Kawabata Teppei, Nishida Yasumasa, Oyama Takahiro, Imai Tasuku, Noda Tomoyuki, Mii Shinji, Inoshita Naoko, Maki Hideki
Department of Neurosurgery, Ogaki Municipal Hospital, Ogaki, Gifu, Japan.
Department of Pathology, Ogaki Municipal Hospital, Ogaki, Gifu, Japan.
NMC Case Rep J. 2025 Sep 26;12:427-433. doi: 10.2176/jns-nmc.2024-0227. eCollection 2025.
We present an extremely rare case of lung cancer that metastasized to a gonadotroph pituitary neuroendocrine tumor, along with other organs. A 73-year-old man presented with dysarthria and bitemporal hemianopia. Head magnetic resonance imaging revealed cerebellar infarction and a pituitary tumor. Endoscopic transnasal pituitary tumor resection was performed. Pathologically, the tumor consisted of a well-differentiated neuroendocrine component, suggestive of a pituitary neuroendocrine tumor, alongside a poorly differentiated, highly malignant tumor with invasive growth. One month postoperatively, gadolinium-enhanced head magnetic resonance imaging revealed rapid growth of the residual tumor. Whole-body computed tomography and positron emission tomography revealed a 10-mm lung tumor and multiple muscle and bone metastases. Pathological examination of the pituitary tumor revealed poorly differentiated malignant cells. It was initially hypothesized that the pituitary neuroendocrine tumor had undergone malignant transformation with systemic metastases. However, further pathological examinations revealed steroidogenic factor 1-positive differentiated cells and steroidogenic factor 1-negative, synaptophysin-negative, cytokeratin-7-positive, and thyroid transcription factor-1-positive poorly differentiated malignant cells. The final diagnosis classified the tumor as a poorly differentiated lung adenocarcinoma that had metastasized to a gonadotroph pituitary neuroendocrine tumor, which showed rapid growth. Radiation and chemotherapy were administered; however, the patient died 6 months after surgery. Tumor metastasis to a pituitary neuroendocrine tumor is typically seen in older adults with non-functioning pituitary neuroendocrine tumors and no diabetes insipidus. Hence, clinicians should consider both metastatic pituitary neuroendocrine tumors and tumor metastasis to a pituitary neuroendocrine tumor when diagnosing a rapidly growing pituitary tumor in patients with signs of systemic metastasis.

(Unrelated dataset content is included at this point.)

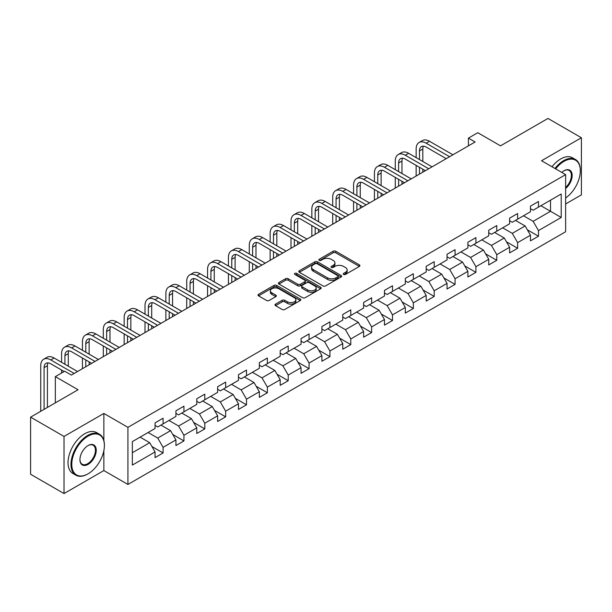 <?xml version="1.0" encoding="UTF-8"?>
<svg xmlns="http://www.w3.org/2000/svg" width="612" height="612" viewBox="0 0 612 612"><rect width="100%" height="100%" fill="white"/><g stroke="black" fill="none" stroke-linecap="round" stroke-linejoin="round"><path stroke-width="0.92" d="M343.607 274.451A1.3 0.75 0 0 0 345.443 274.451L359.382 266.404A1.859 1.071 0 0 0 359.925 265.646A1.859 1.071 0 0 0 359.382 264.889L335.766 251.249A1.859 1.071 0 0 0 333.142 251.249L319.196 259.304A1.3 0.75 0 0 0 318.814 259.832A1.3 0.75 0 0 0 319.196 260.36A1.3 0.75 0 0 0 321.032 260.36L322.838 259.32A5.936 3.427 0 0 1 331.237 259.32L333.203 260.46A5.936 3.427 0 0 1 334.948 262.877A5.936 3.427 0 0 1 333.203 265.302L331.398 266.35A1.3 0.75 0 0 0 331.023 266.878A1.3 0.75 0 0 0 331.398 267.406A1.3 0.75 0 0 0 333.234 267.406L335.039 266.365A5.936 3.427 0 0 1 343.439 266.365L345.405 267.505A5.936 3.427 0 0 1 347.149 269.93A5.936 3.427 0 0 1 345.405 272.348L343.607 273.396A1.3 0.75 0 0 0 343.225 273.924A1.3 0.75 0 0 0 343.607 274.451L343.607 273.396M275.53 304.133A1.859 1.071 0 0 0 274.987 304.891A1.859 1.071 0 0 0 275.53 305.648L282.155 309.473A1.859 1.071 0 0 0 284.779 309.473L300.27 300.538A1.859 1.071 0 0 0 300.813 299.781A1.859 1.071 0 0 0 300.27 299.016L276.647 285.383A1.859 1.071 0 0 0 274.023 285.383L258.539 294.318A1.859 1.071 0 0 0 257.996 295.083A1.859 1.071 0 0 0 258.539 295.841L266.541 300.461A1.859 1.071 0 0 0 269.165 300.461L275.79 296.636A1.859 1.071 0 0 0 276.341 295.871A1.859 1.071 0 0 0 275.79 295.114L271.827 292.827A4.965 2.869 0 0 1 270.374 290.799A4.965 2.869 0 0 1 273.434 288.153A4.965 2.869 0 0 1 278.843 288.772L294.395 297.753A4.965 2.869 0 0 1 295.848 299.781A4.965 2.869 0 0 1 292.781 302.427A4.965 2.869 0 0 1 287.372 301.8L284.779 300.308A1.859 1.071 0 0 0 282.155 300.308L275.53 304.133L275.53 305.648M565.626 203.964L581.4 194.853L581.4 137.738L547.977 118.437L500.517 145.84L477.788 132.72L468.432 138.121L475.119 141.984L71.374 375.079L64.688 371.224L55.332 376.625L55.332 402.864M103.864 440.556L103.864 413.444L64.023 436.44L30.6 417.147L78.061 389.745L55.332 376.625M103.864 413.444L127.923 427.337L565.626 174.634L565.626 231.749L127.923 484.452L127.923 427.337M581.4 137.738L541.559 160.734L565.626 174.634M322.968 285.911A1.859 1.071 0 0 0 325.592 285.911L341.075 276.976A1.859 1.071 0 0 0 341.618 276.219A1.859 1.071 0 0 0 341.075 275.454L317.46 261.821A1.859 1.071 0 0 0 314.836 261.821L299.352 270.756A1.859 1.071 0 0 0 298.801 271.514A1.859 1.071 0 0 0 299.352 272.279L322.968 285.911M295.344 274.734A1.3 0.75 0 0 1 296.659 274.918L296.659 273.373L320.673 287.235A1.859 1.071 0 0 1 321.216 288A1.859 1.071 0 0 1 320.673 288.757L305.189 297.692A1.859 1.071 0 0 1 302.565 297.692L278.942 284.06L278.942 282.537A1.859 1.071 0 0 0 278.399 283.302A1.859 1.071 0 0 0 278.942 284.06M278.942 282.537L285.567 278.712A1.859 1.071 0 0 1 288.191 278.712L297.776 284.243A1.859 1.071 0 0 0 300.4 284.243L304.791 281.711A1.859 1.071 0 0 0 305.334 280.946A1.859 1.071 0 0 0 304.791 280.189L294.823 274.436A1.3 0.75 0 0 1 294.441 273.901A1.3 0.75 0 0 1 295.244 273.212A1.3 0.75 0 0 1 296.659 273.373M64.023 436.44L64.023 493.563L30.6 474.262L30.6 417.147M151.921 446.515L163.083 452.957L163.083 447.326L175.919 439.913L175.919 445.551L183.944 440.923L183.944 435.285L196.773 427.872L196.773 433.51L204.798 428.882L204.798 423.244L217.635 415.831L217.635 421.469L225.652 416.841L225.652 411.203L238.489 403.79L238.489 409.428L246.506 404.8L246.506 399.162L259.343 391.749L259.343 397.387L267.368 392.759L267.368 387.121L280.197 379.715L280.197 385.346L288.221 380.718L288.221 375.079L301.05 367.674L301.05 373.305L309.075 368.676L309.075 363.038L321.912 355.633L321.912 361.264L329.929 356.635L329.929 350.997L342.766 343.592L342.766 349.223L350.783 344.594L350.783 338.956L363.62 331.551L363.62 337.181L371.645 332.553L371.645 326.915L384.474 319.51L384.474 325.14L392.499 320.512L392.499 314.874L405.328 307.469L405.328 313.099L413.352 308.471L413.352 302.833L426.189 295.428L426.189 301.058L434.206 296.43L434.206 290.792L447.043 283.387L447.043 289.017L455.06 284.389L455.06 278.751L467.897 271.346L467.897 276.976L475.922 272.348L475.922 266.71L488.751 259.304L488.751 264.935L496.776 260.307L496.776 254.668L509.612 247.263L509.612 252.894L517.63 248.265L517.63 242.635L530.466 235.222L530.466 240.853L538.483 236.224L538.483 230.594L561.212 217.467L561.212 194.004L550.517 200.178L550.517 211.293L561.212 217.467M163.083 452.957L155.065 457.592L155.065 451.954L132.337 465.082L132.337 441.612L155.065 428.492L155.065 422.854L163.083 418.226L163.083 423.864L175.919 416.451L175.919 410.82L183.944 406.184L183.944 411.822L196.773 404.41L196.773 398.779L204.798 394.143L204.798 399.781L217.635 392.368L217.635 386.738L225.652 382.102L225.652 387.74L238.489 380.327L238.489 374.697L246.506 370.061L246.506 375.699L259.343 368.286L259.343 362.656L267.368 358.02L267.368 363.658L280.197 356.245L280.197 350.615L288.221 345.979L288.221 351.617L301.05 344.204L301.05 338.574L309.075 333.938L309.075 339.576L321.912 332.163L321.912 326.533L329.929 321.897L329.929 327.535L342.766 320.122L342.766 314.492L350.783 309.856L350.783 315.494L363.62 308.081L363.62 302.45L371.645 297.815L371.645 303.453L384.474 296.04L384.474 290.409L392.499 285.781L392.499 291.411L405.328 283.999L405.328 278.368L413.352 273.74L413.352 279.37L426.189 271.957L426.189 266.327L434.206 261.699L434.206 267.329L447.043 259.924L447.043 254.286L455.06 249.658L455.06 255.288L467.897 247.883L467.897 242.245L475.922 237.617L475.922 243.247L488.751 235.842L488.751 230.204L496.776 225.576L496.776 231.206L509.612 223.801L509.612 218.163L517.63 213.534L517.63 219.165L530.466 211.76L530.466 206.122L538.483 201.493L538.483 207.124L561.212 194.004M160.948 425.095L170.572 430.657L157.735 438.062L148.112 432.508M155.065 425.401L157.735 426.947L163.083 423.864M157.735 438.062L163.083 447.326M170.572 430.657L175.919 439.913M181.802 413.054L191.426 418.616L178.597 426.021L168.966 420.467M175.919 413.368L178.597 414.905L183.944 411.822M178.597 426.021L183.944 435.285M191.426 418.616L196.773 427.872M202.656 401.013L212.287 406.575L199.451 413.98L189.827 408.426M196.773 401.327L199.451 402.864L204.798 399.781M199.451 413.98L204.798 423.244M212.287 406.575L217.635 415.831M223.51 388.972L233.141 394.533L220.305 401.939L210.681 396.385M217.635 389.286L220.305 390.823L225.652 387.74M220.305 401.939L225.652 411.203M233.141 394.533L238.489 403.79M244.372 376.931L253.995 382.492L241.159 389.898L231.535 384.344M238.489 377.244L241.159 378.782L246.506 375.699M241.159 389.898L246.506 399.162M253.995 382.492L259.343 391.749M265.226 364.89L274.849 370.451L262.012 377.856L252.389 372.303M259.343 365.203L262.012 366.741L267.368 363.658M262.012 377.856L267.368 387.121M274.849 370.451L280.197 379.715M286.079 352.849L295.703 358.41L282.874 365.815L273.243 360.261M280.197 353.162L282.874 354.7L288.221 351.617M282.874 365.815L288.221 375.079M295.703 358.41L301.05 367.674M306.933 340.808L316.565 346.369L303.728 353.774L294.104 348.22M301.05 341.121L303.728 342.666L309.075 339.576M303.728 353.774L309.075 363.038M316.565 346.369L321.912 355.633M327.795 328.766L337.419 334.328L324.582 341.733L314.958 336.179M321.912 329.08L324.582 330.625L329.929 327.535M324.582 341.733L329.929 350.997M337.419 334.328L342.766 343.592M348.649 316.725L358.272 322.287L345.436 329.692L335.812 324.138M342.766 317.039L345.436 318.584L350.783 315.494M345.436 329.692L350.783 338.956M358.272 322.287L363.62 331.551M369.503 304.684L379.126 310.246L366.297 317.659L356.666 312.097M363.62 304.998L366.297 306.543L371.645 303.453M366.297 317.659L371.645 326.915M379.126 310.246L384.474 319.51M390.357 292.651L399.98 298.205L387.151 305.618L377.52 300.056M384.474 292.957L387.151 294.502L392.499 291.411M387.151 305.618L392.499 314.874M399.98 298.205L405.328 307.469M411.21 280.61L420.842 286.164L408.005 293.576L398.381 288.015M405.328 280.916L408.005 282.461L413.352 279.37M408.005 293.576L413.352 302.833M420.842 286.164L426.189 295.428M432.072 268.569L441.696 274.122L428.859 281.535L419.235 275.974M426.189 268.875L428.859 270.42L434.206 267.329M428.859 281.535L434.206 290.792M441.696 274.122L447.043 283.387M452.926 256.527L462.55 262.081L449.713 269.494L440.089 263.933M447.043 256.833L449.713 258.379L455.06 255.288M449.713 269.494L455.06 278.751M462.55 262.081L467.897 271.346M473.78 244.486L483.404 250.04L470.574 257.453L460.943 251.892M467.897 244.792L470.574 246.338L475.922 243.247M470.574 257.453L475.922 266.71M483.404 250.04L488.751 259.304M494.634 232.445L504.265 237.999L491.428 245.412L481.805 239.85M488.751 232.751L491.428 234.297L496.776 231.206M491.428 245.412L496.776 254.668M504.265 237.999L509.612 247.263M515.488 220.404L525.119 225.958L512.282 233.371L502.659 227.809M509.612 220.71L512.282 222.255L517.63 219.165M512.282 233.371L517.63 242.635M525.119 225.958L530.466 235.222M540.893 205.739L550.517 211.293L533.136 221.33L523.512 215.768M530.466 208.669L533.136 210.214L538.483 207.124M533.136 221.33L538.483 230.594M64.023 493.563L103.864 470.559L127.923 484.452M468.432 138.121L468.432 145.84M132.337 452.727L149.718 442.698L140.094 437.136M149.718 442.698L155.065 451.954M527.322 229.783L538.483 236.224M506.468 241.824L517.63 248.265M485.614 253.865L496.776 260.307M464.753 265.906L475.922 272.348M443.899 277.947L455.06 284.389M423.045 289.981L434.206 296.43M402.191 302.022L413.352 308.471M381.337 314.063L392.499 320.512M360.476 326.104L371.645 332.553M339.622 338.145L350.783 344.594M318.768 350.186L329.929 356.635M297.914 362.228L309.075 368.676M277.06 374.269L288.221 380.718M256.198 386.31L267.368 392.759M235.345 398.351L246.506 404.8M214.491 410.392L225.652 416.841M193.637 422.433L204.798 428.882M172.775 434.474L183.944 440.923M103.864 470.559L103.864 450.639M344.12 274.635L345.405 273.893A5.936 3.427 0 0 0 347.149 271.468L347.149 269.93M334.948 262.877L334.948 264.422A5.936 3.427 0 0 1 333.203 266.847L331.918 267.589M359.359 266.419L335.766 252.794A1.859 1.071 0 0 0 333.142 252.794L319.716 260.544M341.052 276.984L317.46 263.367A1.859 1.071 0 0 0 314.836 263.367L299.375 272.286M337.801 276.746A1.3 0.75 0 0 0 338.176 276.219A1.3 0.75 0 0 0 337.801 275.683L317.062 263.711A1.3 0.75 0 0 0 315.226 263.711L313.321 264.812A5.936 3.427 0 0 0 311.584 267.237A5.936 3.427 0 0 0 313.321 269.663L327.497 277.84A5.936 3.427 0 0 0 335.896 277.84L337.801 276.746L337.801 278.292A1.3 0.75 0 0 0 338.176 277.756L338.176 276.219M311.584 267.237L311.584 268.783A5.936 3.427 0 0 0 313.321 271.208L313.321 269.663M337.801 278.292L335.896 279.386A5.936 3.427 0 0 1 327.497 279.386L313.321 271.208M278.965 284.067L285.567 280.258L285.567 278.712M305.334 280.946L305.334 282.492A1.859 1.071 0 0 1 304.791 283.249L300.4 285.789A1.859 1.071 0 0 1 297.776 285.789L288.191 280.258A1.859 1.071 0 0 0 285.567 280.258M296.659 274.918L320.65 288.765M307.714 289.981A4.965 2.869 0 0 0 313.122 290.608A4.965 2.869 0 0 0 316.19 287.961A4.965 2.869 0 0 0 314.736 285.934L309.259 282.767A1.859 1.071 0 0 0 306.635 282.767L302.236 285.307A1.859 1.071 0 0 0 301.693 286.064A1.859 1.071 0 0 0 302.236 286.821L307.714 289.981L307.714 291.526A4.965 2.869 0 0 0 313.122 292.146A4.965 2.869 0 0 0 316.19 289.499L316.19 287.961M301.693 286.064L301.693 287.609A1.859 1.071 0 0 0 302.236 288.367L302.236 286.821M307.714 291.526L302.236 288.367M295.848 299.781L295.848 301.318A4.965 2.869 0 0 1 292.781 303.965A4.965 2.869 0 0 1 287.372 303.345L284.779 301.854A1.859 1.071 0 0 0 282.155 301.854L275.553 305.663M270.374 290.799L270.374 292.345A4.965 2.869 0 0 0 271.827 294.372L271.827 292.827M275.79 295.114L275.79 296.636L271.827 294.372M300.24 300.546L276.647 286.929A1.859 1.071 0 0 0 274.023 286.929L258.562 295.848M416.137 157.636L416.137 148.991A14.183 8.185 60 0 1 419.067 142.497L422.41 140.569A14.183 8.185 60 0 1 429.502 141.273L452.926 154.798M419.067 142.497A14.183 8.185 60 0 1 426.159 143.2L449.583 156.726M446.24 158.653L426.159 147.064A9.455 5.454 -120 0 0 421.431 146.589A9.455 5.454 -120 0 0 419.472 150.919L419.472 159.564M423.412 146.153A9.455 5.454 -120 0 0 422.816 148.991L422.816 161.492M419.472 167.283L419.472 174.106M422.816 169.21L422.816 172.179M416.137 176.034L416.137 165.355M565.626 198.005A23.065 13.319 120 0 0 580.329 170.771A23.065 13.319 120 0 0 564.019 161.354A23.065 13.319 120 0 0 555.642 168.866M554.946 168.468A23.631 13.648 -60 0 1 563.621 160.658A23.631 13.648 -60 0 1 575.433 159.487A23.631 13.648 -60 0 1 580.329 170.312A23.631 13.648 -60 0 1 580.329 170.541M561.793 172.416A11.536 6.655 -60 0 1 564.019 170.771L564.019 170.771A11.536 6.655 -60 0 1 572.136 174.573A11.536 6.655 -60 0 1 565.626 188.496M552.009 166.77A23.631 13.648 -60 0 1 560.676 158.959A23.631 13.648 -60 0 1 572.495 157.789L575.433 159.487M565.626 187.448A10.962 6.334 120 0 0 571.111 177.954A10.962 6.334 120 0 0 569.099 170.457A10.962 6.334 120 0 0 563.82 170.893M87.684 474.032L88.09 473.803A23.065 13.319 120 0 0 104.4 445.551A23.065 13.319 120 0 0 88.09 436.134A23.065 13.319 120 0 0 71.78 464.386A23.065 13.319 120 0 0 88.09 473.803L87.684 474.032A23.631 13.648 -60 0 1 75.865 475.203A23.631 13.648 -60 0 1 72.247 456.261A23.631 13.648 -60 0 1 87.684 435.438A23.631 13.648 -60 0 1 99.504 434.268A23.631 13.648 -60 0 1 104.4 445.085A23.631 13.648 -60 0 1 104.392 445.322M88.09 464.386A11.536 6.655 -60 0 1 79.935 459.673A11.536 6.655 -60 0 1 88.09 445.551L88.09 445.551A11.536 6.655 -60 0 1 96.245 450.256A11.536 6.655 -60 0 1 88.09 464.386M79.935 459.436A10.962 6.334 120 0 0 82.199 464.233A10.962 6.334 120 0 0 87.684 463.689A10.962 6.334 120 0 0 94.852 454.028A10.962 6.334 120 0 0 93.169 445.238A10.962 6.334 120 0 0 87.883 445.674M75.865 475.203L72.927 473.504A23.631 13.648 -60 0 1 69.301 454.563A23.631 13.648 -60 0 1 84.747 433.74A23.631 13.648 -60 0 1 96.558 432.569L99.504 434.268M395.276 169.677L395.276 161.032A14.183 8.185 60 0 1 398.213 154.538L401.556 152.61A14.183 8.185 60 0 1 408.648 153.314L432.072 166.839M398.213 154.538A14.183 8.185 60 0 1 405.305 155.241L428.729 168.767M425.386 170.694L405.305 159.105A9.455 5.454 -120 0 0 400.577 158.63A9.455 5.454 -120 0 0 398.619 162.96L398.619 171.605M402.551 158.194A9.455 5.454 -120 0 0 401.962 161.032L401.962 173.533M398.619 179.324L398.619 186.147M401.962 181.251L401.962 184.22M395.276 188.075L395.276 177.396M374.422 181.718L374.422 173.074A14.183 8.185 60 0 1 377.359 166.579L380.702 164.651A14.183 8.185 60 0 1 387.794 165.355L411.21 178.88M377.359 166.579A14.183 8.185 60 0 1 384.451 167.283L407.867 180.808M404.532 182.736L384.451 171.146A9.455 5.454 -120 0 0 379.723 170.672A9.455 5.454 -120 0 0 377.765 175.001L377.765 183.646M381.697 170.235A9.455 5.454 -120 0 0 381.108 173.074L381.108 185.574M377.765 191.365L377.765 198.189M381.108 193.293L381.108 196.261M374.422 200.116L374.422 189.437M353.568 193.759L353.568 185.115A14.183 8.185 60 0 1 356.505 178.62L359.848 176.692A14.183 8.185 60 0 1 366.932 177.396L390.357 190.913M356.505 178.62A14.183 8.185 60 0 1 363.597 179.324L387.013 192.849M383.67 194.777L363.597 183.187A9.455 5.454 -120 0 0 358.869 182.713A9.455 5.454 -120 0 0 356.911 187.042L356.911 195.687M360.843 182.277A9.455 5.454 -120 0 0 360.254 185.115L360.254 197.615M356.911 203.406L356.911 210.23M360.254 205.334L360.254 208.302M353.568 212.157L353.568 201.478M332.714 205.8L332.714 197.156A14.183 8.185 60 0 1 335.651 190.661L338.987 188.733A14.183 8.185 60 0 1 346.078 189.437L369.503 202.955M335.651 190.661A14.183 8.185 60 0 1 342.735 191.365L366.16 204.89M362.817 206.818L342.735 195.22A9.455 5.454 -120 0 0 338.008 194.754A9.455 5.454 -120 0 0 336.057 199.084L336.057 207.728M339.989 194.318A9.455 5.454 -120 0 0 339.392 197.156L339.392 209.656M336.057 215.447L336.057 222.271M339.392 217.375L339.392 220.343M332.714 224.199L332.714 213.519M311.852 217.841L311.852 209.197A14.183 8.185 60 0 1 314.79 202.702L318.133 200.774A14.183 8.185 60 0 1 325.224 201.478L348.649 214.996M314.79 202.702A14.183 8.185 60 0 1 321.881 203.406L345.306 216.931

我们报告了一例极为罕见的肺癌病例,该肺癌转移至促性腺激素垂体神经内分泌肿瘤以及其他器官。一名73岁男性出现构音障碍和双颞侧偏盲。头部磁共振成像显示小脑梗死和垂体肿瘤。进行了内镜经鼻垂体肿瘤切除术。病理检查显示,肿瘤由一个分化良好的神经内分泌成分组成,提示为垂体神经内分泌肿瘤,同时伴有一个分化差、高度恶性且呈浸润性生长的肿瘤。术后1个月,钆增强头部磁共振成像显示残余肿瘤迅速生长。全身计算机断层扫描和正电子发射断层扫描显示有一个10毫米的肺部肿瘤以及多处肌肉和骨转移。垂体肿瘤的病理检查显示为分化差的恶性细胞。最初推测垂体神经内分泌肿瘤发生了恶性转化并伴有全身转移。然而,进一步的病理检查发现了类固醇生成因子1阳性的分化细胞以及类固醇生成因子1阴性、突触素阴性、细胞角蛋白7阳性和甲状腺转录因子1阳性的分化差的恶性细胞。最终诊断将该肿瘤分类为转移至促性腺激素垂体神经内分泌肿瘤的低分化肺腺癌,该垂体神经内分泌肿瘤生长迅速。给予了放疗和化疗;然而,患者在手术后6个月死亡。肿瘤转移至垂体神经内分泌肿瘤通常见于患有无功能垂体神经内分泌肿瘤且无尿崩症的老年人。因此,临床医生在诊断有全身转移迹象的患者中快速生长的垂体肿瘤时,应考虑转移性垂体神经内分泌肿瘤以及肿瘤转移至垂体神经内分泌肿瘤这两种情况。